How do I know at a quick glance whether latValue is in radians or degrees? I have no idea unless I look at the constructor to find out what units it expects. To make the the code communicate a little better, let’s employ the named constructor idiom. First, we change our test:

// C#
namespace UnitsOfMeasureTests.Units
{
    [TestFixture]
    class AngleTest
    {
        private const double OneRadianInRadians = 1.0;
        private const double OneRadianInDegrees = 180.0 / Math.PI;

        private const double OneDegreeInDegrees = 1.0;
        private const double OneDegreeInRadians = Math.PI / 180.0;

        [Test]
        public void TestRadiansProperty()
        {
            Angle angle;

            angle = Angle.InRadians(OneRadianInRadians);
            Assert.That(angle.Radians, Is.EqualTo(OneRadianInRadians));
            angle = Angle.InRadians(OneDegreeInRadians);
            Assert.That(angle.Radians, Is.EqualTo(OneDegreeInRadians));

            angle = Angle.InDegrees(OneRadianInDegrees);
            Assert.That(angle.Radians, Is.EqualTo(OneRadianInRadians));
            angle = Angle.InDegrees(OneDegreeInDegrees);
            Assert.That(angle.Radians, Is.EqualTo(OneDegreeInRadians));
        }

        [Test]
        public void TestDegreesProperty()
        {
            Angle angle;

            angle = Angle.InRadians(OneRadianInRadians);
            Assert.That(angle.Degrees, Is.EqualTo(OneRadianInDegrees));
            angle = Angle.InRadians(OneDegreeInRadians);
            Assert.That(angle.Degrees, Is.EqualTo(OneDegreeInDegrees));

            angle = Angle.InDegrees(OneRadianInDegrees);
            Assert.That(angle.Degrees, Is.EqualTo(OneRadianInDegrees));
            angle = Angle.InDegrees(OneDegreeInDegrees);
            Assert.That(angle.Degrees, Is.EqualTo(OneDegreeInDegrees));
        }
    }
}

Then we change our implementation to match by making the constructor private and adding the two named constructors InRadians and InDegrees:

// C#
namespace UnitsOfMeasure.Units
{
    public struct Angle
    {
        public readonly double Radians;
        public readonly double Degrees;

        private const double DegreesPerRadian = 180 / Math.PI;

        public static Angle InRadians(double radians)
        {
            return new Angle(radians);
        }

        public static Angle InDegrees(double degrees)
        {
            return new Angle(degrees / DegreesPerRadian);
        }

        private Angle(double radians)
        {
            Radians = radians;
            Degrees = radians * DegreesPerRadian;
        }
    }
}

Now it is perfectly clear whether we are initializing a new Angle object with a radian value or a degree value.

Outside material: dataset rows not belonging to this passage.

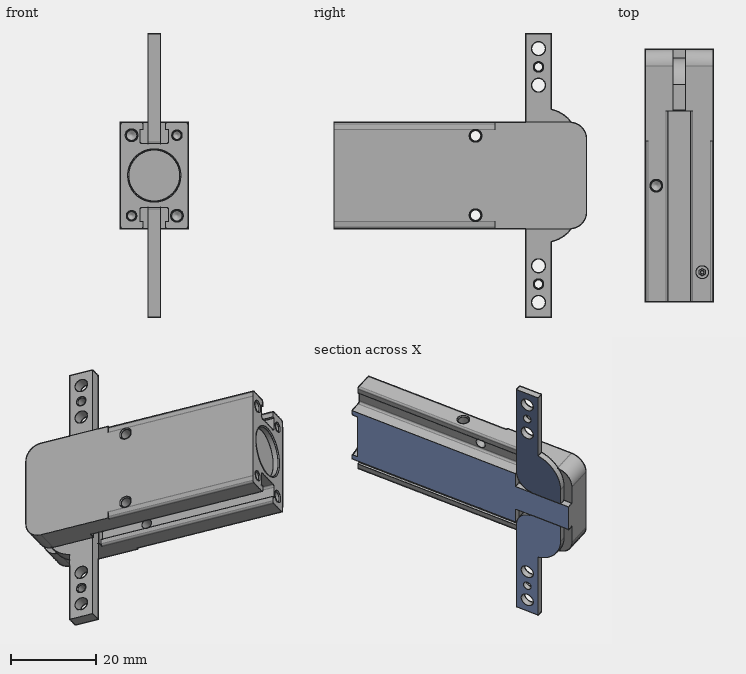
import cadquery as cq
import math

BODY_WIDTH = 16.0
BODY_LENGTH = 59.4
BODY_HEIGHT = 25.05
BACK_RADIUS = 4.0
OVERALL_HEIGHT = 66.6

RELIEF_LENGTH = 37.8
RELIEF_HEIGHT = 1.65
RELIEF_TAPER = 0.1
RELIEF_RADIUS = 0.45

RAIL_LENGTH = 44.9
RAIL_DEPTH = 5.05
RAIL_WIDTH = 6.65
RAIL_MOUTH_WIDTH = 5.3
RAIL_LIP = 1.65
RAIL_MOUTH_RADIUS = 0.45
RAIL_FLOOR_RADIUS = 0.5

RECESS_DIAMETER = 12.0
RECESS_RIM_DIAMETER = 12.5
RECESS_DEPTH = 1.5

LARGE_DRILL = 2.45
LARGE_MOUTH = 3.0
SMALL_DRILL = 2.0
SMALL_MOUTH = 2.45
DRILL_POINT_ANGLE = 118.0
FRONT_HOLE_X = 5.3
FRONT_HOLE_Z = 9.45
FRONT_HOLE_DEPTH = 6.0
PORT_X = -5.4
PORT_Y = 27.3
PORT_DEPTH = 4.0
SIDE_HOLE_Y = 33.3
SIDE_HOLE_Z = 9.3

SCREW_DIAMETER = 3.0
SCREW_LENGTH = 1.65
SCREW_X = 5.4
SCREW_Y = 7.0
SOCKET_FLATS = 1.45
SOCKET_DEPTH = 0.65
SOCKET_DRILL = 0.8
SOCKET_DRILL_DEPTH = 0.2

FINGER_THICKNESS = 3.0
ARM_WIDTH = 6.0
ARM_FRONT_Y = 45.1
PIVOT_Y = 49.5
PIVOT_Z = 7.9
KNUCKLE_RADIUS = 7.8
MOUNT_HOLE_DIAMETER = 3.2
MOUNT_HOLE_SPACING = 8.6
MOUNT_CENTRE_Z = 25.5

TOP = BODY_HEIGHT / 2
HEEL_RADIUS = PIVOT_Y - ARM_FRONT_Y
FINGER_BOTTOM = PIVOT_Z - HEEL_RADIUS
ARM_BACK_Y = ARM_FRONT_Y + ARM_WIDTH
ARM_CENTRE_Y = ARM_FRONT_Y + ARM_WIDTH / 2


def cone(point, direction, radius_start, radius_end, height):
    return cq.Workplane(
        cq.Solid.makeCone(radius_start, radius_end, height, cq.Vector(*point), cq.Vector(*direction))
    )


def cylinder(point, direction, diameter, height):
    return cq.Workplane(
        cq.Solid.makeCylinder(diameter / 2, height, cq.Vector(*point), cq.Vector(*direction))
    )


def mouth_bevel(point, direction, mouth, drill):
    """45-degree countersink at the mouth of a hole."""
    return cone(point, direction, mouth / 2, drill / 2, (mouth - drill) / 2)


def blind_hole(point, direction, mouth, drill, depth):
    """Countersunk drilled hole with a conical end below its full depth."""
    tip_height = drill / 2 / math.tan(math.radians(DRILL_POINT_ANGLE / 2))
    tip_start = cq.Vector(*point) + cq.Vector(*direction) * depth
    hole = cylinder(point, direction, drill, depth)
    hole = hole.union(cone(tip_start.toTuple(), direction, drill / 2, 0, tip_height))
    return hole.union(mouth_bevel(point, direction, mouth, drill))


def through_hole_x(y, z, width, mouth, drill):
    """Hole along X through a centred width, countersunk on both sides."""
    hole = cylinder((-width / 2, y, z), (1, 0, 0), drill, width)
    for side in (-1, 1):
        hole = hole.union(mouth_bevel((side * width / 2, y, z), (-side, 0, 0), mouth, drill))
    return hole


def on_bottom(shape):
    """Copy of a top feature on the bottom side."""
    return shape.mirror("XY")


def corner_relief():
    """Material removed along the +X top corner: a slight taper up the side, then a round."""
    side = BODY_WIDTH / 2
    taper_x = side - RELIEF_TAPER
    return (
        cq.Workplane("XZ")
        .moveTo(side, TOP - RELIEF_HEIGHT)
        .lineTo(taper_x, TOP - RELIEF_RADIUS)
        .radiusArc((taper_x - RELIEF_RADIUS, TOP), -RELIEF_RADIUS)
        .lineTo(side, TOP)
        .close()
        .extrude(-RELIEF_LENGTH)
    )


def rail_groove():
    """T-shaped groove along the top face, open at the front, with rounded mouth edges."""
    channel_height = RAIL_DEPTH - RAIL_LIP
    mouth = RAIL_MOUTH_WIDTH / 2
    channel = (
        cq.Workplane("XY")
        .box(RAIL_WIDTH, RAIL_LENGTH, channel_height, centered=(True, False, False))
        .translate((0, 0, TOP - RAIL_DEPTH))
        .edges("|Y and <Z")
        .fillet(RAIL_FLOOR_RADIUS)
    )
    neck = (
        cq.Workplane("XZ")
        .moveTo(-mouth, TOP - RAIL_LIP)
        .lineTo(-mouth, TOP - RAIL_MOUTH_RADIUS)
        .radiusArc((-mouth - RAIL_MOUTH_RADIUS, TOP), -RAIL_MOUTH_RADIUS)
        .lineTo(mouth + RAIL_MOUTH_RADIUS, TOP)
        .radiusArc((mouth, TOP - RAIL_MOUTH_RADIUS), -RAIL_MOUTH_RADIUS)
        .lineTo(mouth, TOP - RAIL_LIP)
        .close()
        .extrude(-RAIL_LENGTH)
    )
    return channel.union(neck)


def finger_slot():
    """Slot from the end of the rail groove out through the back face."""
    return (
        cq.Workplane("XY")
        .box(FINGER_THICKNESS, BODY_LENGTH - RAIL_LENGTH, TOP - FINGER_BOTTOM, centered=(True, False, False))
        .translate((0, RAIL_LENGTH, FINGER_BOTTOM))
    )


def front_recess():
    recess = cylinder((0, 0, 0), (0, 1, 0), RECESS_DIAMETER, RECESS_DEPTH)
    return recess.union(mouth_bevel((0, 0, 0), (0, 1, 0), RECESS_RIM_DIAMETER, RECESS_DIAMETER))


def make_housing():
    body = (
        cq.Workplane("XY")
        .box(BODY_WIDTH, BODY_LENGTH, BODY_HEIGHT, centered=(True, False, True))
        .edges("|X and >Y")
        .fillet(BACK_RADIUS)
    )

    relief = corner_relief()
    for top_feature in (relief, relief.mirror("YZ"), rail_groove(), finger_slot()):
        body = body.cut(top_feature).cut(on_bottom(top_feature))

    body = body.cut(front_recess())

    for x_side in (-1, 1):
        for z_side in (-1, 1):
            is_large = x_side != z_side
            mouth, drill = (LARGE_MOUTH, LARGE_DRILL) if is_large else (SMALL_MOUTH, SMALL_DRILL)
            place = (x_side * FRONT_HOLE_X, 0, z_side * FRONT_HOLE_Z)
            body = body.cut(blind_hole(place, (0, 1, 0), mouth, drill, FRONT_HOLE_DEPTH))

    for z_side in (-1, 1):
        body = body.cut(
            through_hole_x(SIDE_HOLE_Y, z_side * SIDE_HOLE_Z, BODY_WIDTH, LARGE_MOUTH, LARGE_DRILL)
        )

    body = body.cut(blind_hole((PORT_X, PORT_Y, TOP), (0, 0, -1), LARGE_MOUTH, LARGE_DRILL, PORT_DEPTH))

    return body.cut(cylinder((SCREW_X, SCREW_Y, TOP), (0, 0, -1), SCREW_DIAMETER, SCREW_LENGTH))


def make_plug_screw():
    """Grub screw flush with the top face, with a hexagon socket and a drilled point."""
    hexagon_corners = SOCKET_FLATS / math.cos(math.radians(30))
    screw = cylinder((SCREW_X, SCREW_Y, TOP), (0, 0, -1), SCREW_DIAMETER, SCREW_LENGTH)
    socket = (
        cq.Workplane("XY")
        .polygon(6, hexagon_corners)
        .extrude(-SOCKET_DEPTH)
        .rotate((0, 0, 0), (0, 0, 1), 90)
        .translate((SCREW_X, SCREW_Y, TOP))
    )
    drill_point = cone(
        (SCREW_X, SCREW_Y, TOP - SOCKET_DEPTH), (0, 0, -1), SOCKET_DRILL / 2, 0, SOCKET_DRILL_DEPTH
    )
    return screw.cut(socket).cut(drill_point)


def make_finger():
    """Upper finger: upright arm with a round knuckle behind it and a round heel below."""
    knuckle_back_y = PIVOT_Y + KNUCKLE_RADIUS
    step_run = ARM_BACK_Y - PIVOT_Y
    step_z = PIVOT_Z + math.sqrt(KNUCKLE_RADIUS**2 - step_run**2)
    knuckle_mid_angle = math.acos(step_run / KNUCKLE_RADIUS) / 2
    knuckle_mid = (
        PIVOT_Y + KNUCKLE_RADIUS * math.cos(knuckle_mid_angle),
        PIVOT_Z + KNUCKLE_RADIUS * math.sin(knuckle_mid_angle),
    )
    heel_mid = (
        PIVOT_Y - HEEL_RADIUS * math.cos(math.pi / 4),
        PIVOT_Z - HEEL_RADIUS * math.sin(math.pi / 4),
    )
    finger = (
        cq.Workplane("YZ")
        .moveTo(ARM_FRONT_Y, OVERALL_HEIGHT / 2)
        .lineTo(ARM_BACK_Y, OVERALL_HEIGHT / 2)
        .lineTo(ARM_BACK_Y, step_z)
        .threePointArc(knuckle_mid, (knuckle_back_y, PIVOT_Z))
        .lineTo(knuckle_back_y, FINGER_BOTTOM)
        .lineTo(PIVOT_Y, FINGER_BOTTOM)
        .threePointArc(heel_mid, (ARM_FRONT_Y, PIVOT_Z))
        .close()
        .extrude(FINGER_THICKNESS / 2, both=True)
    )

    for side in (-1, 1):
        hole_z = MOUNT_CENTRE_Z + side * MOUNT_HOLE_SPACING / 2
        hole_start = (-FINGER_THICKNESS / 2, ARM_CENTRE_Y, hole_z)
        finger = finger.cut(cylinder(hole_start, (1, 0, 0), MOUNT_HOLE_DIAMETER, FINGER_THICKNESS))

    return finger.cut(
        through_hole_x(ARM_CENTRE_Y, MOUNT_CENTRE_Z, FINGER_THICKNESS, SMALL_MOUTH, SMALL_DRILL)
    )


housing = make_housing()
plug_screw = make_plug_screw()
upper_finger = make_finger()
fingers = [upper_finger, on_bottom(upper_finger)]

result = cq.Compound.makeCompound(
    [housing.val(), plug_screw.val(), *[finger.val() for finger in fingers]]
)

So there it is. We now have an Angle value type that eliminates magic numbers and code duplication by encapsulating the units conversions within the struct. Instead of being constrained to a primitive double value that could be confused with any other double, we can now lean on the compiler for help. Finally, instead of having to append units suffixes all over the place, we pass around an object that can give us its value in whatever units we desire only when the units matter:

// C#
Angle latitude = Angle.InRadians(message.CurrentPosition.Latitude);
latTextBox.Value = String.Format("{0:0}°", latitude.Degrees);

Case In Point: NASA World Wind

I had already dreamt up my design independently, but I came to find out that NASA’s World Wind has an Angle class that does things similar to how our Angle struct above does. In fact, it has some additional features, such as arithmetic and trigonometric functions, which I should like to add to my Angle type in future posts.